> Collected data entries:
Content starts

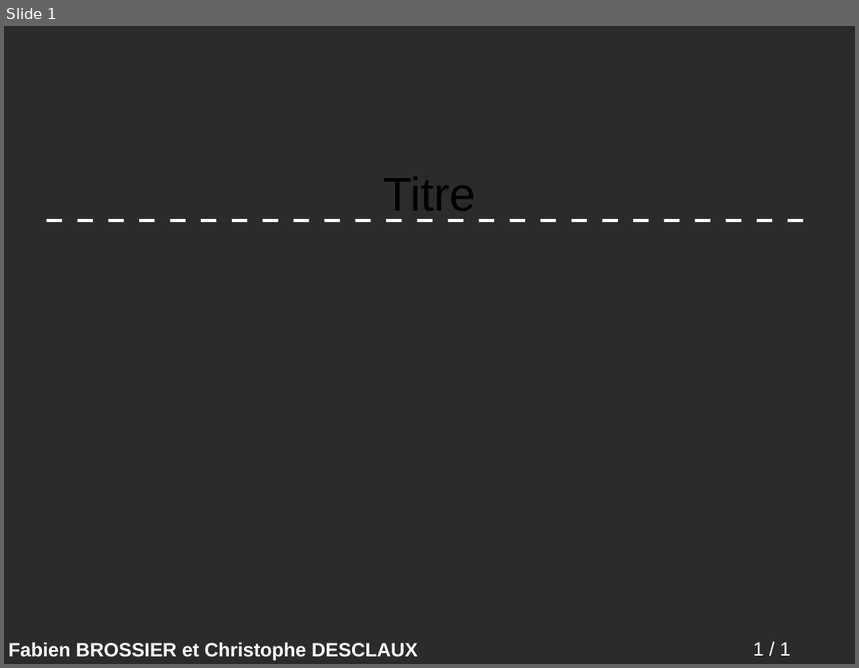
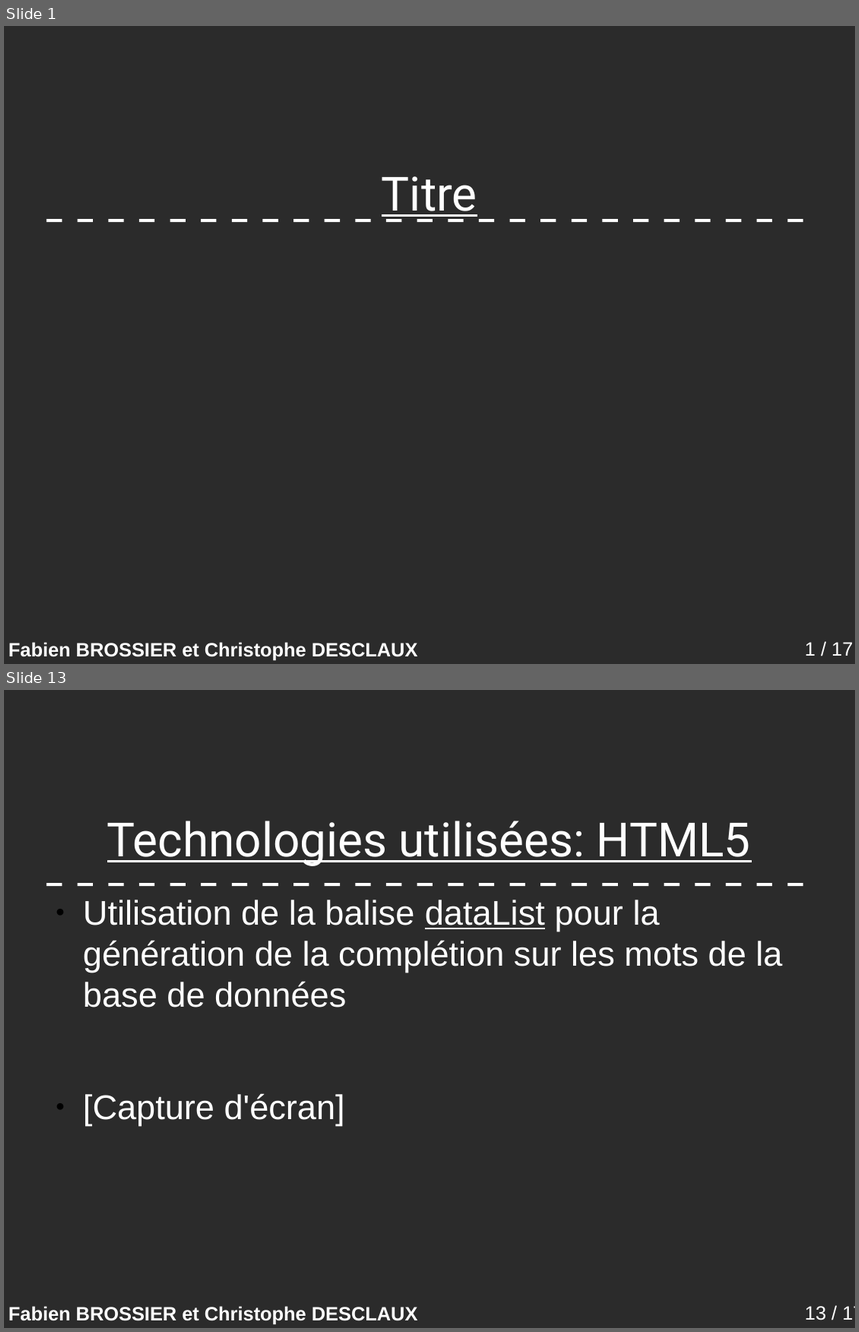
Before and after one commit to descl/TabooGeek, a slide deck: rapport/presentation.odp. Shown one above the other, each under a label of ours: slide 1 before the commit, slides 1 and 13 after it; the slides between them are not shown. The pictures are 859x668 and 859x1332 pixels, drawn with LibreOffice and Linux fonts; fonts in the diff are those of the drawing; background and template pictures are left out; a plain dark background stands for a picture behind light text. Boxes give left, top, right and bottom in pixels: in the first picture for what was removed or moved away, otherwise in the second. Text is boxed around its words. In the diff, an @@ line names an element or a change of style, - is before the commit and + after.

```diff
--- a/rapport/presentation.odp
+++ b/rapport/presentation.odp
@@ slide 13 added at (x1=4, y1=690, x2=855, y2=1328), background picture (left out); not listed: 3 template elements that a slide beside it also shows @@
@@ title added at (x1=107, y1=821, x2=751, y2=866), 44 pt, text #FFFFFF, underline @@
+Technologies utilisées: HTML5
@@ text added at (x1=83, y1=900, x2=782, y2=1126), 32 pt, text #FFFFFF @@
+● Utilisation de la balise dataList pour la génération de la complétion sur les mots de la base de données
+● [Capture d'écran]
@@ slide 1 changed as well @@
@@ title "Titre" at (x1=382, y1=176, x2=477, y2=222): font Arial to Roboto, text colour #000000 to #FFFFFF, underline on @@
@@ page number at (x1=805, y1=642, x2=853, y2=656): text changed @@
-1 / 1
+1 / 17
```
Also in this commit, not shown: 15 other slides added, 4 other files.

Content ends

> Task to complete: Leaving every picture out, output the data exactly as it stands.

> Exercise solution:
Before and after one commit to descl/TabooGeek, a slide deck: rapport/presentation.odp. Shown one above the other, each under a label of ours: slide 1 before the commit, slides 1 and 13 after it; the slides between them are not shown. The pictures are 859x668 and 859x1332 pixels, drawn with LibreOffice and Linux fonts; fonts in the diff are those of the drawing; background and template pictures are left out; a plain dark background stands for a picture behind light text. Boxes give left, top, right and bottom in pixels: in the first picture for what was removed or moved away, otherwise in the second. Text is boxed around its words. In the diff, an @@ line names an element or a change of style, - is before the commit and + after.

```diff
--- a/rapport/presentation.odp
+++ b/rapport/presentation.odp
@@ slide 13 added at (x1=4, y1=690, x2=855, y2=1328), background picture (left out); not listed: 3 template elements that a slide beside it also shows @@
@@ title added at (x1=107, y1=821, x2=751, y2=866), 44 pt, text #FFFFFF, underline @@
+Technologies utilisées: HTML5
@@ text added at (x1=83, y1=900, x2=782, y2=1126), 32 pt, text #FFFFFF @@
+● Utilisation de la balise dataList pour la génération de la complétion sur les mots de la base de données
+● [Capture d'écran]
@@ slide 1 changed as well @@
@@ title "Titre" at (x1=382, y1=176, x2=477, y2=222): font Arial to Roboto, text colour #000000 to #FFFFFF, underline on @@
@@ page number at (x1=805, y1=642, x2=853, y2=656): text changed @@
-1 / 1
+1 / 17
```
Also in this commit, not shown: 15 other slides added, 4 other files.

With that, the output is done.